Always good to hear both side of the purchasing experience, both good and bad. No company is perfect and certainly, some make mistakes, but threads like this do help identify a trend.

i'm sticking with my speculation that its a return unit. Its a common enough practice and, when done well, there is no real issue tbh. Most stuff is just reboxed after an inspection and clean and why not? reduce, reuse recycle! No need to throw something away if its not been used. Perhaps in your case, it isn't a buyers remorse return, its actually a warranty return and the faults haven't been rectified.

I say this because its not in the selling where you see the real quality of a company, but in the customer service. Its when things go wrong that you get to see what they truly are about.

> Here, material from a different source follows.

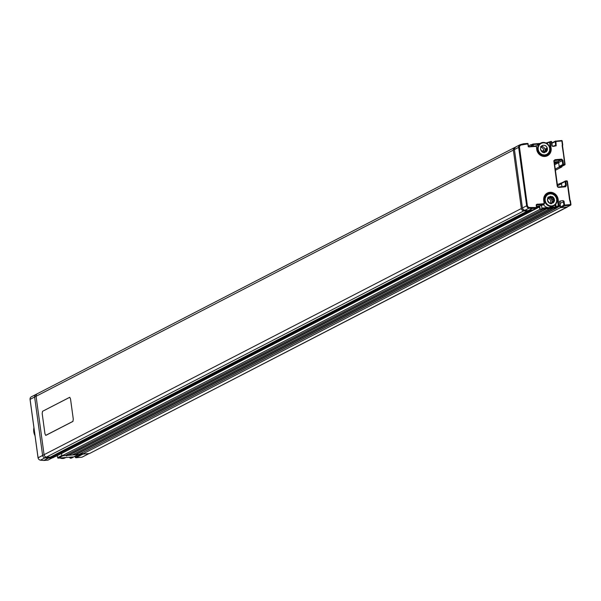 <?xml version="1.0" encoding="UTF-8"?>
<svg xmlns="http://www.w3.org/2000/svg" width="601" height="601" viewBox="0 0 601 601"><rect width="100%" height="100%" fill="white"/><g stroke="black" fill="none" stroke-linecap="round" stroke-linejoin="round"><path stroke-width="0.9" d="M515.042 147.38L513.705 148.387L513.359 150.1A2.637 2.442 -117.3 0 1 515.042 147.38M529.797 210.515A0.563 0.526 -117.3 0 1 529.338 211.019L52.054 457.196L46.45 457.068A2.637 2.442 -117.3 0 1 44.068 454.694L42.618 455.438L34.618 397.028L42.618 455.438L44.068 454.694L36.068 396.284L34.618 397.028A2.637 2.442 -117.3 0 1 36.3 394.309A2.637 2.442 62.7 0 0 34.618 397.028L36.068 396.284A2.637 2.442 -117.3 0 1 37.75 393.565A2.637 2.442 62.7 0 0 36.068 396.284L513.359 150.1L36.068 396.284L44.068 454.694A2.637 2.442 62.7 0 0 46.45 457.068L523.741 210.891A2.637 2.442 -117.3 0 1 521.36 208.517L44.068 454.694L521.36 208.517L513.359 150.1L521.458 208.96L522.509 210.418L523.741 210.891L527.062 211.214L529.338 211.019L529.797 210.418M536.543 204.415L537.542 204.332M38.088 457.834L42.618 455.438L38.081 457.782A2.637 2.442 62.7 0 0 40.462 460.156L45 457.819L48.275 458.135L43.738 460.471L40.462 460.156L46.45 457.068L49.77 457.391L48.32 458.142L45 457.819A2.637 2.442 -117.3 0 1 42.618 455.438A2.637 2.442 62.7 0 0 45 457.819L523.741 210.891L527.062 211.214L49.77 457.391L527.062 211.214L529.338 211.019L52.054 457.196A0.563 0.526 62.7 0 0 52.385 457.03M560.087 203.423L563.407 201.718L563.888 205.226L560.305 207.082L560.162 206.045L560.38 207.63L82.457 454.138L82.262 452.726L82.382 453.582L75.328 457.226L75.185 456.189M567.382 206.857L89.481 453.537L82.457 454.138L560.38 207.63L567.404 207.029L89.481 453.537L82.457 454.138L82.262 452.726M567.194 205.504L567.111 204.873M550.869 202.965L550.058 203.378L550.869 202.965M561.544 183.726L557.533 185.799L561.544 183.726M562.288 182.591L557.367 184.597M554.483 163.54L557.337 162.067L554.317 162.323M561.837 166.417L561.905 166.913L555.407 170.263L561.905 166.913L558.922 167.168L555.241 169.069M554.648 164.719L558.66 162.653L554.648 164.719M554.625 164.576L558.637 162.51L554.625 164.576M555.309 142.595L556.038 142.535M551.891 145.697L551.327 141.874L552.139 145.389M543.897 150.288L542.027 151.257M545.843 142.94L546.707 143.391L549.554 142.106L550.418 148.394A7.159 6.634 -117.3 0 1 546.572 155.531A7.159 6.634 -117.3 0 1 537.069 149.536L536.731 149.484A7.723 7.152 62.7 0 0 544.972 156.448A7.723 7.152 62.7 0 0 551.132 148.252L549.983 148.62M531.186 146.298L530.961 144.683L533.17 144.488L533.395 146.111M528.407 145.998L530.961 144.683L528.407 145.998M530.398 208.179L531.029 207.856M531.6 207.743L531.697 208.419M531.923 210.065L53.955 456.257L531.923 210.065L533.68 209.914L55.758 456.422L54 456.572L55.405 456.452L52.888 457.752L55.405 456.452L53.955 456.257M52.888 457.752L48.32 458.142L49.77 457.391L55.758 456.422L533.635 209.599M536.783 206.842L539.097 206.646L536.806 207.826L539.097 206.646L539.495 206.984L61.557 453.424M543.161 209.103L65.239 455.611L61.903 455.896L539.826 209.388L543.161 209.103L65.239 455.611L61.903 455.896L61.572 453.492L539.495 206.984L539.826 209.388L61.903 455.896L61.527 453.357M553.529 208.216L75.606 454.724L78.941 454.439L75.606 454.724L553.529 208.216L556.864 207.931L78.941 454.439L556.842 207.758M75.568 454.446L552.837 208.277L75.568 454.446L72.744 454.687L75.568 454.446M546.677 208.802L68.754 455.31L72.09 455.025L550.013 208.517L72.09 455.025L68.754 455.31L546.677 208.802L550.013 208.517M68.717 455.032L545.986 208.863L68.717 455.032L65.892 455.273L68.717 455.032M569.838 200.524L570.131 200.366A0.563 0.526 -117.3 0 1 569.928 199.99L569.921 199.938M565.902 182.118L565.218 182.471L565.902 182.118M565.21 181.126L561.95 182.809A0.563 0.526 62.7 0 0 561.499 183.41L565.09 181.555A0.563 0.526 -117.3 0 1 565.541 180.954L566.773 180.848L565.113 181.705L566.773 180.848A0.563 0.526 -117.3 0 1 567.367 181.307M561.95 182.809L561.499 183.41L561.95 186.686L561.499 183.41L565.09 181.555L565.624 185.439L563.453 186.558L565.624 185.439A0.939 0.871 -117.3 0 1 564.872 186.438L563.753 187.016L564.872 186.438L558.547 186.979A0.939 0.871 -117.3 0 1 557.54 186.13L557.533 186.077M565.038 164.298L562.153 145.667L565.075 164.321L563.738 165.027L565.045 164.351A0.563 0.526 -117.3 0 1 564.594 164.952L561.003 166.8L559.771 166.905L564.594 164.952L559.771 166.905L559.17 166.402A0.563 0.526 62.7 0 0 559.771 166.905L563.362 165.057A0.563 0.526 -117.3 0 1 562.761 164.546L559.17 166.402L558.637 162.518L559.17 166.402L562.761 164.546L562.228 160.662L558.637 162.518L557.638 161.669L561.221 159.813A0.939 0.871 -117.3 0 1 562.228 160.662L558.637 162.518A0.939 0.871 62.7 0 0 557.638 161.669L554.265 161.954L557.638 161.669L561.221 159.813L554.347 160.64L561.221 159.813L561.334 159.16L555.016 159.701L554.903 160.354A0.939 0.871 -117.3 0 0 554.595 160.444L553.814 160.843M554.145 161.301A0.939 0.871 -117.3 0 1 554.595 160.444M564.775 164.899L561.003 166.8A0.563 0.526 62.7 0 0 561.334 166.635M562.491 145.667A0.563 0.526 -117.3 0 1 562.596 145.314L562.145 145.547M555.294 141.197L561.604 140.514L560.485 141.092L561.604 140.514A0.563 0.526 -117.3 0 1 562.205 141.025L562.761 145.096L562.145 145.412M554.355 145.81L555.662 145.141L555.181 141.626L551.891 143.323L555.181 141.626A0.563 0.526 -117.3 0 1 555.632 141.025L552.041 142.88A0.563 0.526 62.7 0 0 551.838 142.94L551.688 143.076M550.261 147.23L550.944 146.877M552.281 146.193L555.211 145.743L554.092 146.313M551.049 147.636L550.321 147.703L551.049 147.636M547.519 143.977L547.413 143.211L547.519 143.977M538.962 144.015L533.177 144.51L538.962 144.015M541.614 146.201L543.702 147.125L545.009 149.071L545.227 150.626L544.468 152.752M532.937 144.045L540.089 143.436L532.937 144.045L533.177 144.51L531.84 144.608L532.967 144.045M546.467 142.888L545.851 142.948M550.358 142.602L549.675 142.955L550.358 142.602M546.437 142.895L551.064 141.415A0.563 0.526 -117.3 0 1 551.658 141.874M532.666 146.171L532.456 144.653L531.389 145.202L531.532 146.268L531.397 144.991L533.17 144.488M543.184 204.378L544.491 203.709L543.717 200.509L544.153 203.656L536.625 204.37L536.197 205.272L536.498 207.488L529.233 207.51L527.994 206.909L527.362 205.64L526.649 205.782A2.637 2.442 62.7 0 0 529.03 208.164L529.233 207.51A2.073 1.916 -117.3 0 1 527.362 205.64L519.362 147.23L518.648 147.373L526.649 205.782L527.362 205.64L519.384 146.524L520.684 145.096L527.791 143.887L528.437 146.734L536.032 145.885L534.92 146.456M521.292 144.924L523.531 143.774L527.52 143.429L526.408 144.007L527.52 143.429A0.563 0.526 -117.3 0 1 528.129 143.939L528.144 146.306L528.752 146.914L536.302 146.336L537.069 150.949L538.519 153.593L542.132 156.102L544.972 156.448L547.646 155.636L550.501 152.564L551.2 149.739L550.276 141.964L551.327 141.874L551.943 145.803L553.018 146.404L556.173 145.81L555.895 141.483L561.867 140.972L564.707 164.298L563.475 164.404L562.942 160.52L561.89 159.227L555.016 159.701L553.837 160.73L557.202 186.077L557.758 187.091L558.81 187.437L565.661 186.738L566.337 185.296L565.804 181.412L567.036 181.307L569.59 199.938L570.92 204.625A0.563 0.526 -117.3 0 1 570.469 205.226L566.878 207.075L560.906 207.585L564.497 205.737A0.563 0.526 -117.3 0 1 563.888 205.226L560.305 207.082A0.563 0.526 62.7 0 0 560.906 207.585L564.497 205.737L570.469 205.226L566.878 207.075A0.563 0.526 62.7 0 0 567.209 206.909M519.79 145.667L519.219 145.96A0.563 0.526 -117.3 0 1 519.309 145.945L519.752 145.72M530.938 210.418L528.174 210.658L532.396 208.479L536.385 208.141L532.802 209.989L528.174 210.658A0.563 0.526 -117.3 0 1 528.084 210.658L524.808 210.335L529.03 208.164L532.298 208.479L528.084 210.658L524.808 210.335L529.03 208.164A2.637 2.442 -117.3 0 1 526.649 205.782L522.427 207.961A2.637 2.442 62.7 0 0 524.808 210.335L523.231 209.576L522.427 207.961L514.426 149.551L518.648 147.373L526.649 205.782L522.427 207.961L514.426 149.551L518.648 147.373A2.637 2.442 -117.3 0 1 520.331 144.653L523.441 143.789L521.165 144.961M516.109 146.832A2.637 2.442 62.7 0 0 514.426 149.551L514.772 147.838L516.109 146.832M531.337 208.389L530.623 207.743L529.346 208.134L530.615 208.419M536.828 207.488L536.197 205.272L536.873 207.51L535.536 208.209L536.836 207.54A0.563 0.526 -117.3 0 1 536.385 208.141L532.802 209.989A0.563 0.526 62.7 0 0 533.132 209.817M544.048 200.509A7.159 6.634 -117.3 0 1 547.902 193.424A7.159 6.634 -117.3 0 1 557.405 199.419L558.269 205.707L558.983 205.565L558.126 199.277L556.331 195.175L552.717 192.658L548.495 192.583L546.061 193.935L544.356 196.196L543.657 199.021L544.153 203.656L544.093 200.531L547.451 193.635A7.159 6.634 -117.3 0 1 557.405 199.419L558.126 199.277A7.723 7.152 62.7 0 0 549.885 192.312A7.723 7.152 62.7 0 0 543.717 200.509L544.055 200.561M547.872 194.055A7.159 6.634 62.7 0 0 546.444 194.288M542.215 203.822L542.297 204.453M570.912 204.573L569.613 205.302L570.92 204.625L570.056 200.734L570.582 204.573L564.609 205.084L563.986 201.155L562.919 200.554L559.756 201.155L560.042 205.474L558.983 205.565L558.126 199.277L557.405 199.419L558.269 205.707L556.128 206.812L555.767 204.167M556.293 207.42L558.87 206.218A0.563 0.526 -117.3 0 1 558.269 205.707L556.128 206.812L556.293 207.42M559.546 201.831L560.35 201.418A0.563 0.526 -117.3 0 0 559.899 202.019L560.38 205.527L559.073 206.203L560.38 205.527A0.563 0.526 -117.3 0 1 559.929 206.128L556.338 207.976L540.705 209.313L541.771 208.765L556.353 207.518L558.87 206.218L559.929 206.128L556.338 207.976A0.563 0.526 62.7 0 0 556.669 207.811M569.876 200.569L570.184 200.411A0.563 0.526 -117.3 0 1 570.379 200.734M567.074 207.022L560.695 207.563L560.162 206.045M560.109 206.075L556.338 207.976L540.705 209.313L540.171 209.013L539.66 206.331L536.731 206.474L540.464 205.692M533.027 207.781L533.117 208.419L533.027 207.781M532.997 209.929L531.569 210.095M536.332 204.64L537.79 204.077M546.7 143.331L547.083 143.301M550.584 203.784L550.741 200.749L549.983 199.367L548.089 198.045M543.597 152.752L543.965 151.272L543.432 148.995L541.802 147.328L540.359 146.854M550.839 146.111L550.155 146.464M536.618 205.039L544.04 204.302L541.456 205.527A0.939 0.871 -117.3 0 1 541.584 205.895L541.884 208.111L547.872 207.6M542.515 205.076L540.472 205.692M550.606 207.368L555.414 206.954L555.129 204.881M554.55 200.666L554.22 199.307M554.377 199.795L554.392 199.6A3.719 3.448 -117.3 0 1 553.093 202.913L552.928 201.207L554.257 199.419M547.857 197.218L550.05 197.706L551.688 199.374L552.214 201.651L551.463 203.777M537.061 149.484L536.325 146.554M551.68 206.428L551.756 205.993A6.213 5.755 -117.3 0 1 545.122 200.388A6.213 5.755 -117.3 0 1 550.088 193.792L549.907 193.492A6.588 6.108 62.7 0 0 544.649 200.486A6.588 6.108 62.7 0 0 551.68 206.428A6.588 6.108 -117.3 0 1 544.912 201.651A6.588 6.108 -117.3 0 1 547.774 194.1A6.588 6.108 -117.3 0 1 549.907 193.492A6.588 6.108 -117.3 0 1 556.684 198.27A6.588 6.108 -117.3 0 1 553.814 205.82A6.588 6.108 -117.3 0 1 551.68 206.428L549.367 207.623L551.68 206.428A6.588 6.108 62.7 0 0 556.947 199.434A6.588 6.108 62.7 0 0 549.907 193.492L550.088 193.792A6.213 5.755 -117.3 0 1 556.721 199.397A6.213 5.755 -117.3 0 1 551.756 205.993L551.68 206.428M543.086 203.822L544.236 205.73A6.588 6.108 62.7 0 0 544.266 205.76L546.061 207.044A6.588 6.108 62.7 0 0 546.099 207.06L548.172 207.653A6.588 6.108 62.7 0 0 548.21 207.661L550.306 207.488A6.588 6.108 62.7 0 0 550.343 207.473L553.814 205.82M553.378 197.481L552.574 196.662M549.817 203.296L549.622 203.206A3.719 3.448 -117.3 0 1 547.451 200.193L549.179 202.702M548.473 197.549L547.451 200.193A3.719 3.448 -117.3 0 1 548.758 196.88L547.676 199.682M551.756 205.993L553.912 205.339L555.609 203.859L556.601 201.771L556.721 199.397L555.955 197.105L554.43 195.227L552.372 194.07L550.088 193.792L547.932 194.446L546.234 195.934L545.25 198.014L545.122 200.388L545.888 202.687L547.413 204.558L549.479 205.722L551.756 205.993M547.451 200.193L548.112 197.526L550.418 196.242L553.025 197.105L554.392 199.6L553.731 202.267L551.425 203.544L548.826 202.687L547.451 200.193M552.702 199.757L553.844 199.171L552.567 198.57L552.439 197.211L551.29 197.804A1.795 1.668 62.7 0 0 552.702 199.757M552.372 196.7L552.221 196.587A3.719 3.448 -117.3 0 1 554.392 199.6L552.567 198.57L552.372 196.7M550.298 197.429A1.795 1.668 62.7 0 0 550.366 197.353L551.508 196.767L550.216 197.436L549.254 196.955L548.488 197.353M548.473 197.767A1.795 1.668 62.7 0 0 549.885 197.744L550.862 197.241M544.694 155.404L544.769 154.968A6.213 5.755 -117.3 0 1 538.135 149.364A6.213 5.755 -117.3 0 1 543.094 142.768L542.921 142.46A6.588 6.108 62.7 0 0 537.655 149.454A6.588 6.108 62.7 0 0 544.694 155.404A6.588 6.108 -117.3 0 1 537.918 150.618A6.588 6.108 -117.3 0 1 540.787 143.076A6.588 6.108 -117.3 0 1 542.921 142.46A6.588 6.108 -117.3 0 1 549.69 147.237A6.588 6.108 -117.3 0 1 546.827 154.788A6.588 6.108 -117.3 0 1 544.694 155.404L543.582 155.975L544.694 155.404A6.588 6.108 62.7 0 0 549.953 148.409A6.588 6.108 62.7 0 0 542.921 142.46L543.094 142.768A6.213 5.755 -117.3 0 1 549.727 148.372A6.213 5.755 -117.3 0 1 544.769 154.968L544.694 155.404M540.787 143.076L537.602 144.803A6.588 6.108 62.7 0 0 537.572 144.826L536.152 146.374M547.06 147.41L547.413 149.521L546.099 151.88L543.973 152.526L541.403 151.234L540.449 149.04L541.268 146.313L542.658 145.374L544.348 145.262L545.941 145.998L547.06 147.41L545.58 145.63M547.398 148.507L546.902 147.493A6.588 6.108 62.7 0 0 546.887 147.455L547.038 147.38M544.483 155.997L546.827 154.788M544.769 154.968L546.925 154.314L548.623 152.827L549.607 150.746L549.727 148.372L548.968 146.073L547.443 144.202L545.377 143.038L543.094 142.768L540.945 143.421L539.24 144.901L538.256 146.99L538.135 149.364L538.894 151.662L540.427 153.533L542.485 154.69L544.769 154.968M546.775 149.296L545.851 149.769A0.556 0.511 62.7 0 0 545.708 148.732L546.857 148.139L547.398 148.567L545.933 150.175L546.099 151.88A3.719 3.448 -117.3 0 0 547.398 148.567L547.293 148.943M540.915 146.817L541.644 145.945M541.779 145.84L542.267 145.93L541.501 146.321M540.607 149.799L541.599 150.55L541.982 151.775M542.823 152.263L544.694 151.722L545.37 151.925L544.228 152.511A1.795 1.668 62.7 0 0 542.711 152.211M33.926 427.709A11.299 10.472 62.7 0 0 35.023 435.687A11.299 10.472 -117.3 0 1 33.926 427.709M70.91 457.083L69.708 457.699L69.641 457.188M71.744 457.008L71.804 457.444M71.549 458.067L78.603 454.431A0.563 0.526 -117.3 0 1 78.415 454.484L71.361 458.12A0.563 0.526 62.7 0 0 71.699 457.954M57.365 455.596L57.643 457.646L61.85 455.483L57.643 457.646A0.563 0.526 62.7 0 0 58.252 458.157L62.782 455.821L78.415 454.484L71.361 458.12L70.309 458.21L72.826 456.91L58.184 458.157M43.805 460.486L47.825 460.133L43.753 460.471M43.828 460.479L48.365 458.135L52.362 457.797L47.825 460.133L43.828 460.479M48.005 460.081L52.542 457.744A0.563 0.526 -117.3 0 1 52.362 457.797L47.825 460.133A0.563 0.526 62.7 0 0 48.155 459.96M72.826 456.91L58.252 458.157L62.782 455.821M71.309 458.127L70.279 458.217L70.047 457.752L71.121 457.797M82.089 457.166L89.136 453.53A0.563 0.526 -117.3 0 1 88.956 453.582L81.901 457.218A0.563 0.526 62.7 0 0 82.239 457.053M82.382 453.582L75.328 457.226A0.563 0.526 62.7 0 0 75.929 457.729L82.983 454.093L88.956 453.582L81.901 457.218L75.929 457.729L82.983 454.093M81.849 457.226L75.869 457.737M81.879 457.226L75.906 457.737M31.763 396.645A2.637 2.442 62.7 0 0 30.08 399.372L34.618 397.028L30.08 399.372L38.081 457.782L30.088 399.425M71.016 457.076L71.098 457.661L70.016 457.541M65.719 457.526A6.588 6.108 -117.3 0 1 62.992 458.488A6.588 6.108 -117.3 0 1 60.07 458.007A6.588 6.108 62.7 0 0 62.992 458.488L64.69 457.616L62.992 458.488A6.588 6.108 62.7 0 0 65.126 457.879L65.825 457.519M67.267 455.062L66.673 456.046M69.626 397.336L42.551 411.302L69.754 397.306L70.512 398.861L73.292 419.197L72.916 421.376L45.714 435.364L44.962 433.817L42.175 413.473L42.551 411.302M45.931 435.334L73.006 421.369L45.931 435.334M514.606 147.553L31.335 396.818M529.526 210.966L52.234 457.143M529.684 208.096L530.307 207.773M536.392 204.633L536.866 204.393M537.099 149.506C538.721 154.93 542.034 156.869 547.023 155.321M567.404 181.329L569.958 199.96M561.77 182.862L565.361 181.006M565.173 186.348L563.918 187.001M557.578 186.1L554.182 161.323M562.528 145.69L565.075 164.321M551.861 142.933L555.444 141.077M515.681 146.997L519.895 144.818M532.982 209.937L536.573 208.089M547.451 193.635L545.31 194.739M560.162 201.47L559.546 201.786M567.059 207.022L570.649 205.174M570.95 204.595L570.424 200.757M551.695 141.896L552.176 145.404M536.565 205.287L536.873 207.51M545.453 195.302L547.774 194.1M545.881 149.754L547.03 149.161M543.432 151.813L542.455 152.316M72.729 456.925L58.222 458.165M70.279 458.217L71.339 458.127M38.051 457.812L30.05 399.402"/></g></svg>

After your post, i had a look at the T&C's on the website. The insistence on item condition on returns is a red flag for me. In your case, another trick for companies is to jack up delivery prices for pick and return so that most people don't bother. It's a nasty twist and whilst you may just have been unlucky, the return charges for warranty issues should be all one needs to make your decision about purchases.

So all that said, (and it would be good if as an advertiser on this site, they could explain the warranty return charges) why not post a thread up about the machine and see if some of the more knowledgeable members can get the kinks sorted? It might be easier and cheaper than you think!


----------



## Erky32 (Jun 10, 2020)

Blue_Cafe said:


> why not post a thread up about the machine and see if some of the more knowledgeable members can get the kinks sorted? It might be easier and cheaper than you think!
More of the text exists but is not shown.